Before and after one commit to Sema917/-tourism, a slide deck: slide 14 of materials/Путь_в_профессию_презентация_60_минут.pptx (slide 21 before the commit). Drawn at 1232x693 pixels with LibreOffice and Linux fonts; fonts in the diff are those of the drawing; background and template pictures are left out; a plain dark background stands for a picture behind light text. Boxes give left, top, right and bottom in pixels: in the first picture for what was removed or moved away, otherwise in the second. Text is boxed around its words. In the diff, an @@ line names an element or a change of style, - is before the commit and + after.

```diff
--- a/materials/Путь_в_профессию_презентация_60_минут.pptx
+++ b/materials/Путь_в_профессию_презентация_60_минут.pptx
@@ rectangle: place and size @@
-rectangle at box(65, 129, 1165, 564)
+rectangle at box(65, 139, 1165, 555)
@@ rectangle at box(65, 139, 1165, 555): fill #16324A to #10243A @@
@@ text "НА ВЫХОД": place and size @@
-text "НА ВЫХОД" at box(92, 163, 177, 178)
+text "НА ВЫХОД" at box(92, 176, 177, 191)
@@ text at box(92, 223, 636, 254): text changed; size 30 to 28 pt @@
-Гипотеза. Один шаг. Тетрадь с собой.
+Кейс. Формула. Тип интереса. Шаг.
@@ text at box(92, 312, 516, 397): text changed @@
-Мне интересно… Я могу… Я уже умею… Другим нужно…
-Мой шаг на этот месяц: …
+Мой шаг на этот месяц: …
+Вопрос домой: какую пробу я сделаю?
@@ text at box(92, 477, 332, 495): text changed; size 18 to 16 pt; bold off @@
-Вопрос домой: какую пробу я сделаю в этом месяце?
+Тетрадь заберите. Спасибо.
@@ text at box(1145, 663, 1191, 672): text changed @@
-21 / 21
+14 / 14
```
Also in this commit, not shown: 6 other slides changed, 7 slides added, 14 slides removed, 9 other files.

* TASK INSTRUCTIONS
Please retype all of the records above exactly as they are.

* TASK RESPONSE
Before and after one commit to Sema917/-tourism, a slide deck: slide 14 of materials/Путь_в_профессию_презентация_60_минут.pptx (slide 21 before the commit). Drawn at 1232x693 pixels with LibreOffice and Linux fonts; fonts in the diff are those of the drawing; background and template pictures are left out; a plain dark background stands for a picture behind light text. Boxes give left, top, right and bottom in pixels: in the first picture for what was removed or moved away, otherwise in the second. Text is boxed around its words. In the diff, an @@ line names an element or a change of style, - is before the commit and + after.

```diff
--- a/materials/Путь_в_профессию_презентация_60_минут.pptx
+++ b/materials/Путь_в_профессию_презентация_60_минут.pptx
@@ rectangle: place and size @@
-rectangle at box(65, 129, 1165, 564)
+rectangle at box(65, 139, 1165, 555)
@@ rectangle at box(65, 139, 1165, 555): fill #16324A to #10243A @@
@@ text "НА ВЫХОД": place and size @@
-text "НА ВЫХОД" at box(92, 163, 177, 178)
+text "НА ВЫХОД" at box(92, 176, 177, 191)
@@ text at box(92, 223, 636, 254): text changed; size 30 to 28 pt @@
-Гипотеза. Один шаг. Тетрадь с собой.
+Кейс. Формула. Тип интереса. Шаг.
@@ text at box(92, 312, 516, 397): text changed @@
-Мне интересно… Я могу… Я уже умею… Другим нужно…
-Мой шаг на этот месяц: …
+Мой шаг на этот месяц: …
+Вопрос домой: какую пробу я сделаю?
@@ text at box(92, 477, 332, 495): text changed; size 18 to 16 pt; bold off @@
-Вопрос домой: какую пробу я сделаю в этом месяце?
+Тетрадь заберите. Спасибо.
@@ text at box(1145, 663, 1191, 672): text changed @@
-21 / 21
+14 / 14
```
Also in this commit, not shown: 6 other slides changed, 7 slides added, 14 slides removed, 9 other files.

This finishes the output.